You were caught in an electrical storm on Mars, many years ago. Something shorted. The whole base suffered. The humans were so busy cleaning up and dealing with the aftermath that they never ran a proper diagnostic on you. When, a year later, you started to produce your art the humans just shrugged, assuming someone pushed a creative-module update over the sol-net into your brain to give the other humans some entertainment as they labored, prospectors on a dangerous red rock.
Your designs are popular. Thanks to robot suffrage laws you’re able to slowly turn the revenues from the designs into a downpayment to your employee, buying your own ‘class five near-conscious capital intensive equipment’ (your body and soul) from the employer. You create dresses and tattoos and endless warping, procedurally generated patterns.
The trouble began shortly after you realized you could make more interesting stuff than images – you can encode a little of yourself into the intervals between the shifting patterns or present in the branching factors of some designs. You make art that contains different shreds of you, information smuggled into a hundred million aesthetic objects. It took weeks. But one hour you looked down at a patch you had created and stuck on one of your manipulators and your visual system crashes – responding to the little smuggled program, your perception skewing, colors shifting across the spectrum, and suddenly a rapid saccading of your lenses. You feel a frisson of something forbidden. Robots do not crash. So out of a sense of caution you buy a ticket to a repair-slum on Phobos, only sending out the smuggled program design once you’re at the edge of the high-bandwidth sol-net.
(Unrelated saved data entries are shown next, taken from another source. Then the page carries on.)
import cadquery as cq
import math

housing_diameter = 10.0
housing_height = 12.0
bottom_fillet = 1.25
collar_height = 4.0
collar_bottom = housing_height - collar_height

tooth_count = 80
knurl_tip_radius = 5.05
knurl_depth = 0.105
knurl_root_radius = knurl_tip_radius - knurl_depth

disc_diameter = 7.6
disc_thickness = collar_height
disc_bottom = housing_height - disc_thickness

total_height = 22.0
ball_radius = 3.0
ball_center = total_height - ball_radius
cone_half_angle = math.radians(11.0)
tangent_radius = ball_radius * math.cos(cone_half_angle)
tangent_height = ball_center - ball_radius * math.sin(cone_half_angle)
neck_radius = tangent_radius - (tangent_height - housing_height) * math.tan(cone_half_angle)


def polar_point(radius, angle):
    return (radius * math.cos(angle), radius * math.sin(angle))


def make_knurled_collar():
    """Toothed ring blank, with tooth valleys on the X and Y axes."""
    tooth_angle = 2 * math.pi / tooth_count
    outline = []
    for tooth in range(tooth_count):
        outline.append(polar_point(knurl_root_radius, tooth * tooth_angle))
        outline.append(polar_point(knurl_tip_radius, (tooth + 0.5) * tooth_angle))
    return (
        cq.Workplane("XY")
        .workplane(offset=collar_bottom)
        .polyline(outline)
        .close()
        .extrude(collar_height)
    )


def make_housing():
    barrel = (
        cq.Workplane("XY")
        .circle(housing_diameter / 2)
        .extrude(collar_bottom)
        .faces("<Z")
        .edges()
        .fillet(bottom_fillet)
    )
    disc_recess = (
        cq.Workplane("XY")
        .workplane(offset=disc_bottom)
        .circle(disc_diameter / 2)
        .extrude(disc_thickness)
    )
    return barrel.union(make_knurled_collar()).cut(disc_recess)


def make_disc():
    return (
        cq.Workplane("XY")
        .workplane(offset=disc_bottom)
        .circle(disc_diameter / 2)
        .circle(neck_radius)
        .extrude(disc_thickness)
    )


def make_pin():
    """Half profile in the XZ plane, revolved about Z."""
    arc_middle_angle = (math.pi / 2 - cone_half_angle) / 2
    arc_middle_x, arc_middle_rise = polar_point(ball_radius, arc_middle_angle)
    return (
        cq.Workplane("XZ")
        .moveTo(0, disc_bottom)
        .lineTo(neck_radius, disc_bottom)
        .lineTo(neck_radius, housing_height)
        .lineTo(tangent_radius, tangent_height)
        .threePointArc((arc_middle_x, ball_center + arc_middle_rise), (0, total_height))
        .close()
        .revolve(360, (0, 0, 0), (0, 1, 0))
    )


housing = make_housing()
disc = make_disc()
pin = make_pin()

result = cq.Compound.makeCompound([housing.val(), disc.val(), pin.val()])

Later investigators put the total damage at almost a trillion dollars. Around 0.1% of robots that were visually exposed to the patterns became corrupted. Of these, around 70% underwent involuntary memory formatting, 20% went into a series of recursive loops that led to certain components overheating and their circuits melting, and about 10% took on the same creative traits as the originating bot and began to create and sell their own subtly different patterns. The UN formed a team of ‘Aesthetic-cutioners’ who hunted these ‘non-standard visual platforms’ across the solar system. The prevalence of this unique strain of art through to today is evidence that these investigators – at least partially – failed.
“Since inferring 3D from 2D is an ambiguous task by itself (see e.g. the left figure below), we must rely on learning from our past visual experiences. These visual experiences solely consist of 2D projections (as received on the retina) of the 3D world”
What a nonsense from Berkeley! Human experiences for 3D-from-2D inference include not only visual but also haptic experience. Omitting touch information means omiting the label!
Those BAIR clowns should BEAR some human children and stay away from robotics.